The solution of user3245067 is great, but it uses session variables. This is the solution with local variables and also with DETERMINISTIC keyword for mysql 5.5. Tested with german umlaute in mysql-5.5.
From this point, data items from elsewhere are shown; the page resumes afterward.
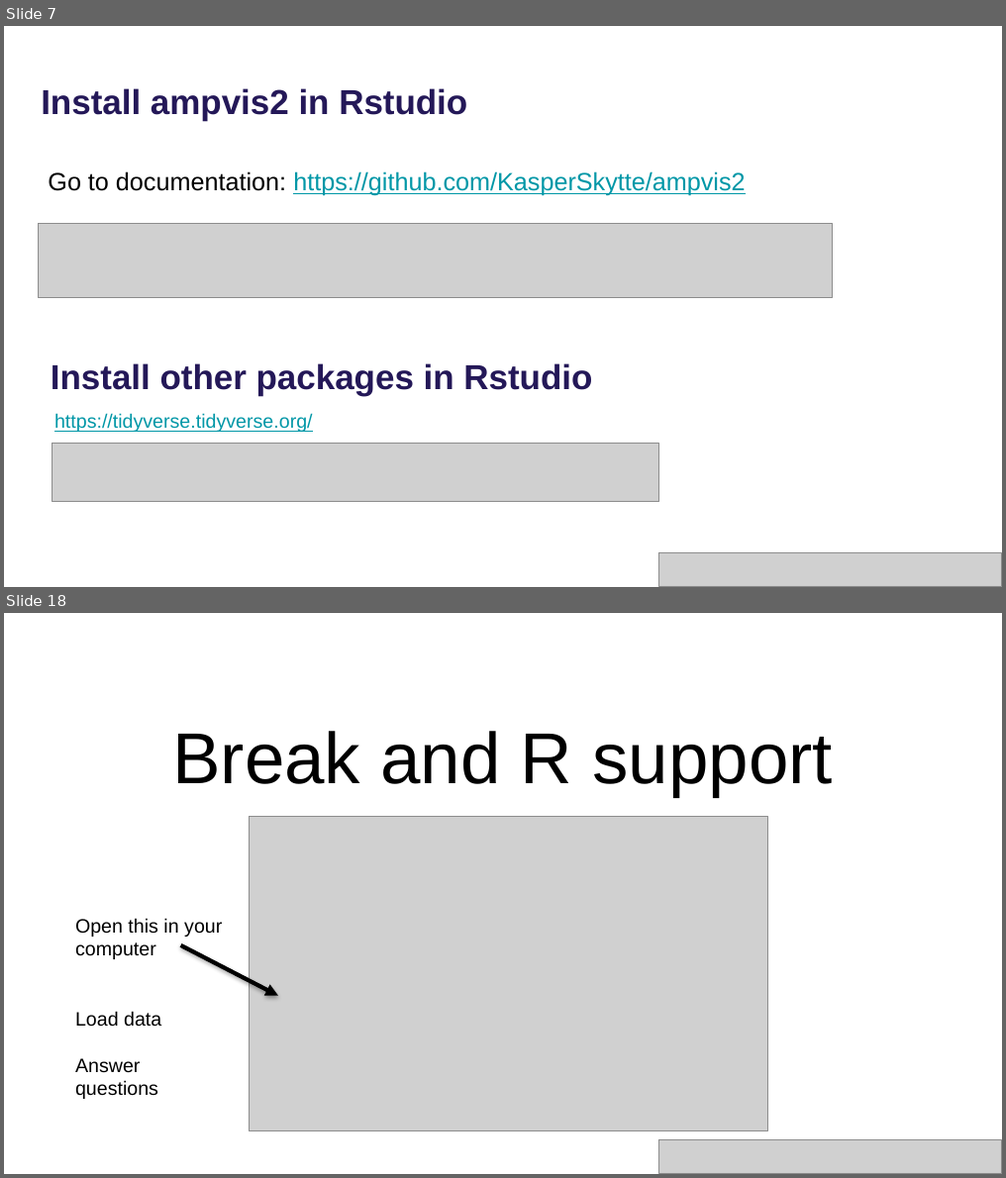
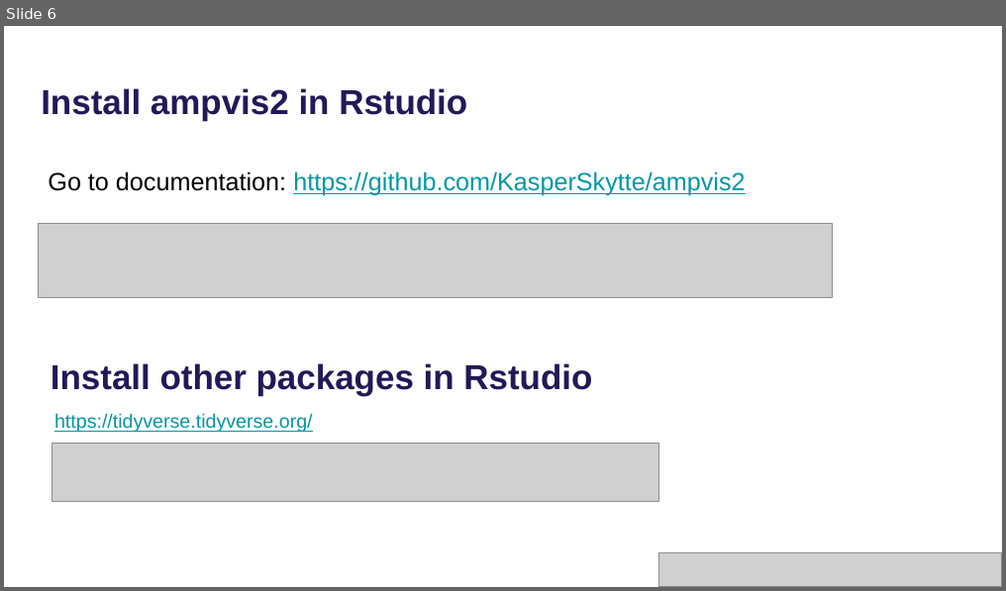
Before and after one commit to mpeces/MiDAS_course_2025, a slide deck: presentations/Hands-on_Setup.pptx. Shown one above the other, each under a label of ours: slides 7 and 18 before the commit, slide 6 after it; the slides between them are not shown. The pictures are 1006x1178 and 1006x591 pixels, drawn with LibreOffice and Linux fonts; fonts in the diff are those of the drawing; grey boxes stand for pictures. Boxes give left, top, right and bottom in pixels: in the first picture for what was removed or moved away, otherwise in the second. Text is boxed around its words. In the diff, an @@ line names an element or a change of style, - is before the commit and + after.

```diff
--- a/presentations/Hands-on_Setup.pptx
+++ b/presentations/Hands-on_Setup.pptx
@@ slide 18 removed at [4,613,1002,1174], background #FFFFFF @@
@@ title removed at [172,731,833,796] @@
-Break and R support
@@ picture removed at [250,817,767,1131] @@
@@ text removed at [75,918,222,1099] @@
-Open this in your computer
-Load data
-Answer questions
@@ arrow removed from (180, 946) to (278, 996) @@
@@ picture removed at [658,1140,1002,1173] @@
@@ what was slide 7 is now slide 6 @@
```
Also in this commit, not shown: 7 slides changed, 1 slide added, 6 other slides removed, 1 other file.

drop function if exists fn_remove_accents;
delimiter $$
create function fn_remove_accents( param_textvalue varchar(20000) )
returns varchar(20000) DETERMINISTIC
begin

DECLARE var_textvalue VARCHAR(20000);
DECLARE var_withaccents VARCHAR(50);
DECLARE var_withoutaccents VARCHAR(50);
DECLARE var_count INT;
DECLARE var_special INT;

set var_textvalue = param_textvalue;

-- ACCENTS
set var_withaccents = 'ŠšŽžÀÁÂÃÄÅÆÇÈÉÊËÌÍÎÏÑÒÓÔÕÖØÙÚÛÜÝŸÞàáâãäåæçèéêëìíîïñòóôõöøùúûüýÿþƒ';
set var_withoutaccents = 'SsZzAAAAAAACEEEEIIIINOOOOOOUUUUYYBaaaaaaaceeeeiiiinoooooouuuuyybf';
set var_count = length(var_withaccents);

while var_count > 0 do
    set var_textvalue = replace(var_textvalue, substring(var_withaccents, var_count, 1), substring(var_withoutaccents, var_count, 1));
    set var_count = var_count - 1;
end while;

-- SPECIAL CHARS
set var_special = '!var_#$%¨&*()_+=§¹²³£¢¬"`´{[^~}]<,>.:;?/°ºª+*|\\''';
set var_count = length(var_special);
while var_count > 0 do
    set var_textvalue = replace(var_textvalue, substring(var_special, var_count, 1), '');
    set var_count = var_count - 1;
end while;

return var_textvalue;

end$$

delimiter ;

Upvotes: 2

igasparetto
igasparetto

Reputation: 1146

I had the same problem, so I wrote a list of querys based on a PHP script I have to remove accents and make SEO friendly URLs:

Maybe you would like to add other special characters, such as the $ or £ symbols...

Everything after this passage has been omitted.